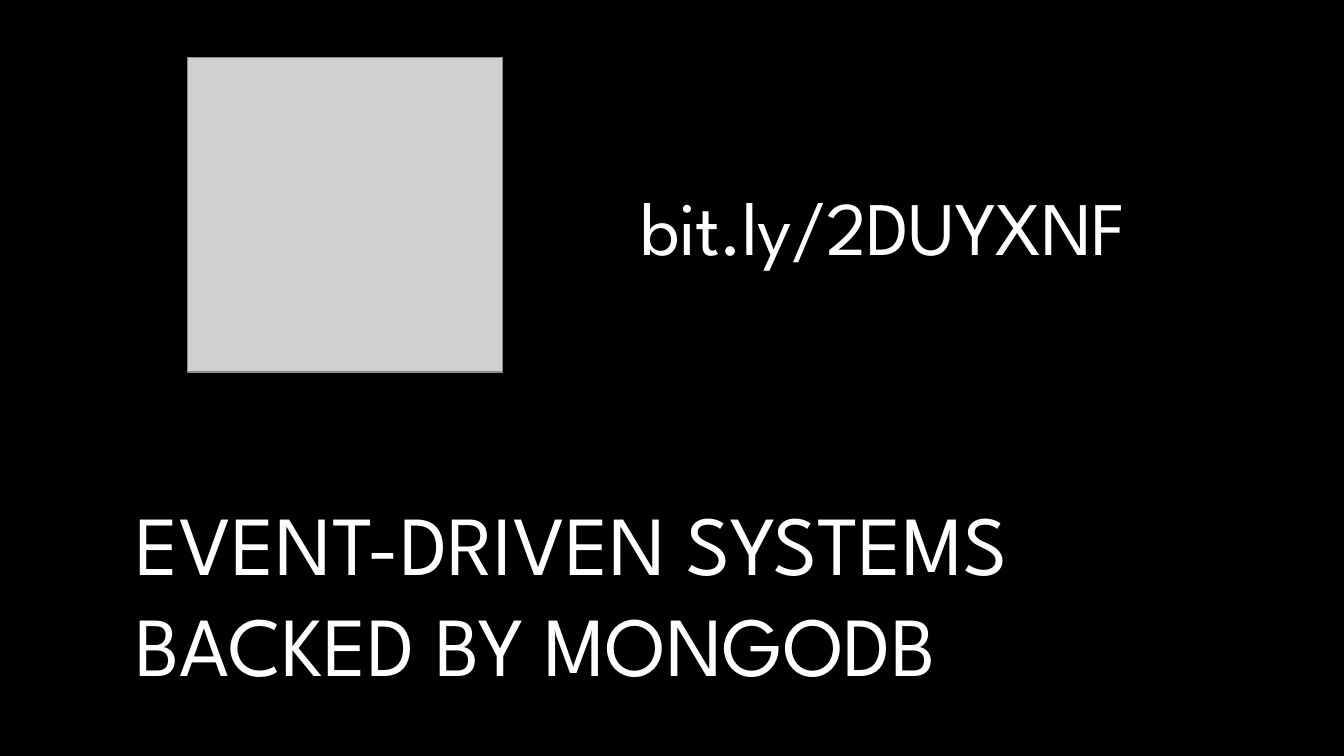
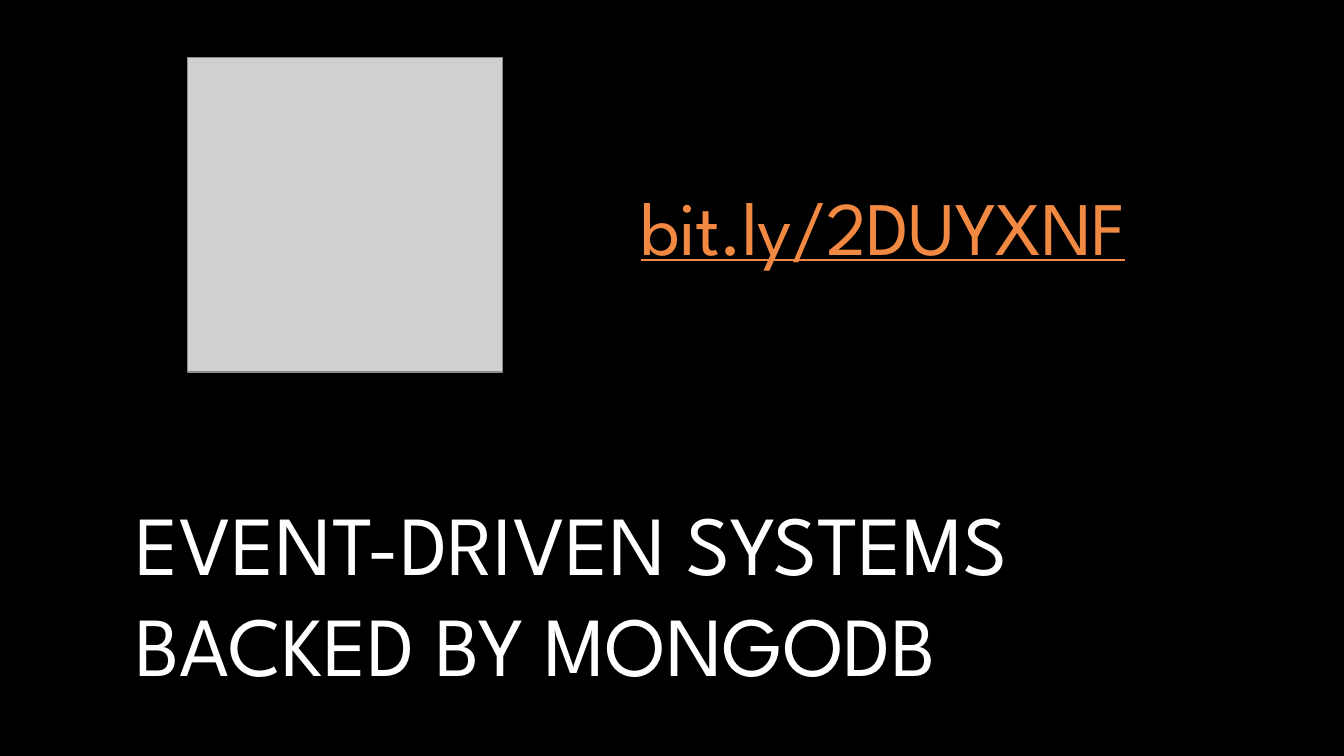
Before and after one commit to andrii-litvinov/event-driven-mongodb, a slide deck: slide 1 of t18-event-mongodb.pptx. Drawn at 1344x756 pixels with LibreOffice and Linux fonts; fonts in the diff are those of the drawing; grey boxes stand for pictures; background and template pictures are left out. Boxes give left, top, right and bottom in pixels: in the first picture for what was removed or moved away, otherwise in the second. Text is boxed around its words. In the diff, an @@ line names an element or a change of style, - is before the commit and + after.

```diff
--- a/t18-event-mongodb.pptx
+++ b/t18-event-mongodb.pptx
@@ text "bit.ly/2DUYXNF" at (x1=641, y1=203, x2=1126, y2=271): text colour #FFFFFF to #F28943, underline on @@
```
Also in this commit, not shown: 1 other slide changed.
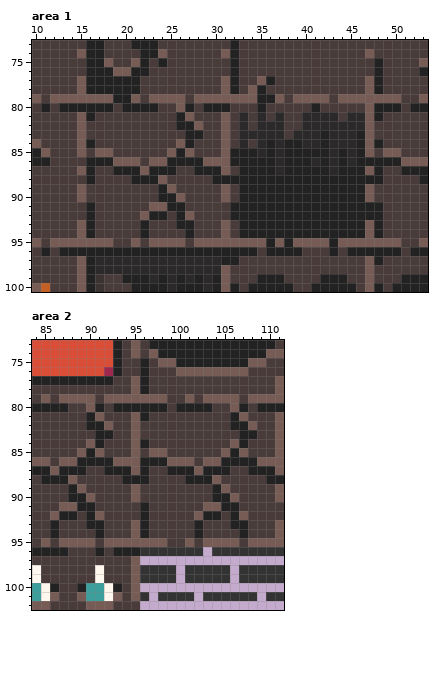
One commit to this pixel-art file: Project/Assets/tile_sprites.aseprite. The first picture shows the starting point.
112x160 pixels, 1 frame. Colours within 5 levels of each other are drawn and written as one. Shown: area 1: x 10..53, y 73..100; area 2: x 84..111, y 73..102.
Now the later version:
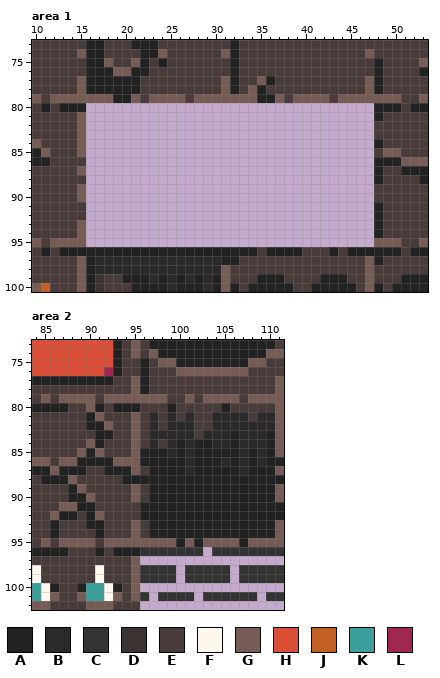
Palette (. is transparent): A #222222  B #2b2929  C #333333  D #3b3332  E #483b3a  F #fdf7ed  G #775c55  H #da4e38  J #c56025  K #3c9f9c  L #9f294e
The edit:
Changed rows in their new state; - is an unchanged pixel.
Area 1:
first column x 16:
 80 ................................
 81 ................................
 82 ................................
 83 ................................
 84 ................................
 85 ................................
 86 ................................
 87 ................................
 88 ................................
 89 ................................
 90 ................................
 91 ................................
 92 ................................
 93 ................................
 94 ................................
 95 ................................
Area 2:
first column x 96:
 80 EEEAEEEE-AEE-EEG
 81 EB-B-B--BBBB-BB-
 82 -B-BBB--BBBBBBB-
 83 -BBBBB-BBBABBBA-
 84 EB-BABAABBABBBA-
 85 AAABABAAAA-BABA-
 86 ---AABAAAB-B-BAA
 87 EAA--BA---AB----
 88 -AAAA---AAAAAA--
 89 -AAAAAAA-AAAAAA-
 90 -AAAAAAA--AAAAA-
 91 -AAAAAAAA--AAAAA
 92 -AAAAAA--A-AAAAA
 93 EAAAAA-AAA--AAA-
 94 EAAAAA-AAAA-AAA-
 95 ---GA-A----A----
Pixel boxes of the changes (left, top, right, bottom) in both pictures:
erased: (86, 103, 374, 247)
changed: (140, 403, 284, 547)
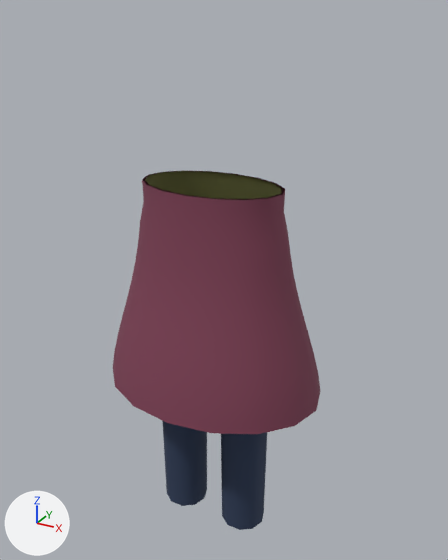
One commit to the glTF model outils/tableau-de-bord/modeles/figurine/bottom.glb: the scene before it, then after it.
Camera for both pictures: a camera (50 mm lens) standing at (0.683, -1.184, 1.377) and looking at (0.013, 0.034, 0.768). Arrows for +X, +Y and +Z are at lower left; the lights stay in place. The picture after the commit comes second.

In view in the first picture: 'bottom-skirt', 'bottom-trousers'.
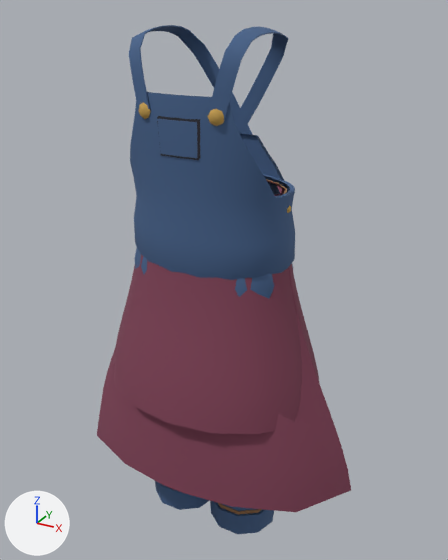
Diff of the bpy script that builds the scene:
```diff
--- a/outils/tableau-de-bord/modeles/figurine/bottom.glb.py
+++ b/outils/tableau-de-bord/modeles/figurine/bottom.glb.py
@@ me_bottom_overalls @@
+me_bottom_overalls.from_pydata(...)  # 1077 vertices, 1936 faces; spans x -0.201..0.201, y -0.138..0.137, z 0.102..1.342
+me_bottom_overalls.materials.append(mat_figurine)
@@ me_bottom_long_skirt @@
+me_bottom_long_skirt.from_pydata(...)  # 336 vertices, 608 faces; spans x -0.385..0.385, y -0.205..0.205, z 0.3..1.013
+me_bottom_long_skirt.materials.append(mat_figurine)
@@ me_bottom_corduroy @@
+me_bottom_corduroy.from_pydata(...)  # 509 vertices, 920 faces; spans x -0.188..0.188, y -0.118..0.118, z 0.102..1.013
+me_bottom_corduroy.materials.append(mat_figurine)
@@ ob_bottom_overalls @@
+ob_bottom_overalls = bpy.data.objects.new('bottom-overalls', me_bottom_overalls)
+ob_bottom_overalls.location = (0.0, 0.0, 0.0)
@@ ob_bottom_long_skirt @@
+ob_bottom_long_skirt = bpy.data.objects.new('bottom-long-skirt', me_bottom_long_skirt)
+ob_bottom_long_skirt.location = (0.0, 0.0, 0.0)
@@ ob_bottom_corduroy @@
+ob_bottom_corduroy = bpy.data.objects.new('bottom-corduroy', me_bottom_corduroy)
+ob_bottom_corduroy.location = (0.0, 0.0, 0.0)
```

Changed parts and their boxes [x1, y1, x2, y2] in the pictures (448 x 560 px):
'bottom-overalls', added (blue): after [129, 25, 295, 534]
'bottom-long-skirt', added: after [97, 181, 351, 512]
'bottom-corduroy', added (mostly hidden): after [218, 179, 288, 514]
'bottom-trousers', unchanged, covered by the edit: before [145, 171, 282, 530]
----
# YOUR OBJECTIVE
From the data above, copy each line where the string "modeles" appears.

# RESPONSE BOX
One commit to the glTF model outils/tableau-de-bord/modeles/figurine/bottom.glb: the scene before it, then after it.
--- a/outils/tableau-de-bord/modeles/figurine/bottom.glb.py
+++ b/outils/tableau-de-bord/modeles/figurine/bottom.glb.py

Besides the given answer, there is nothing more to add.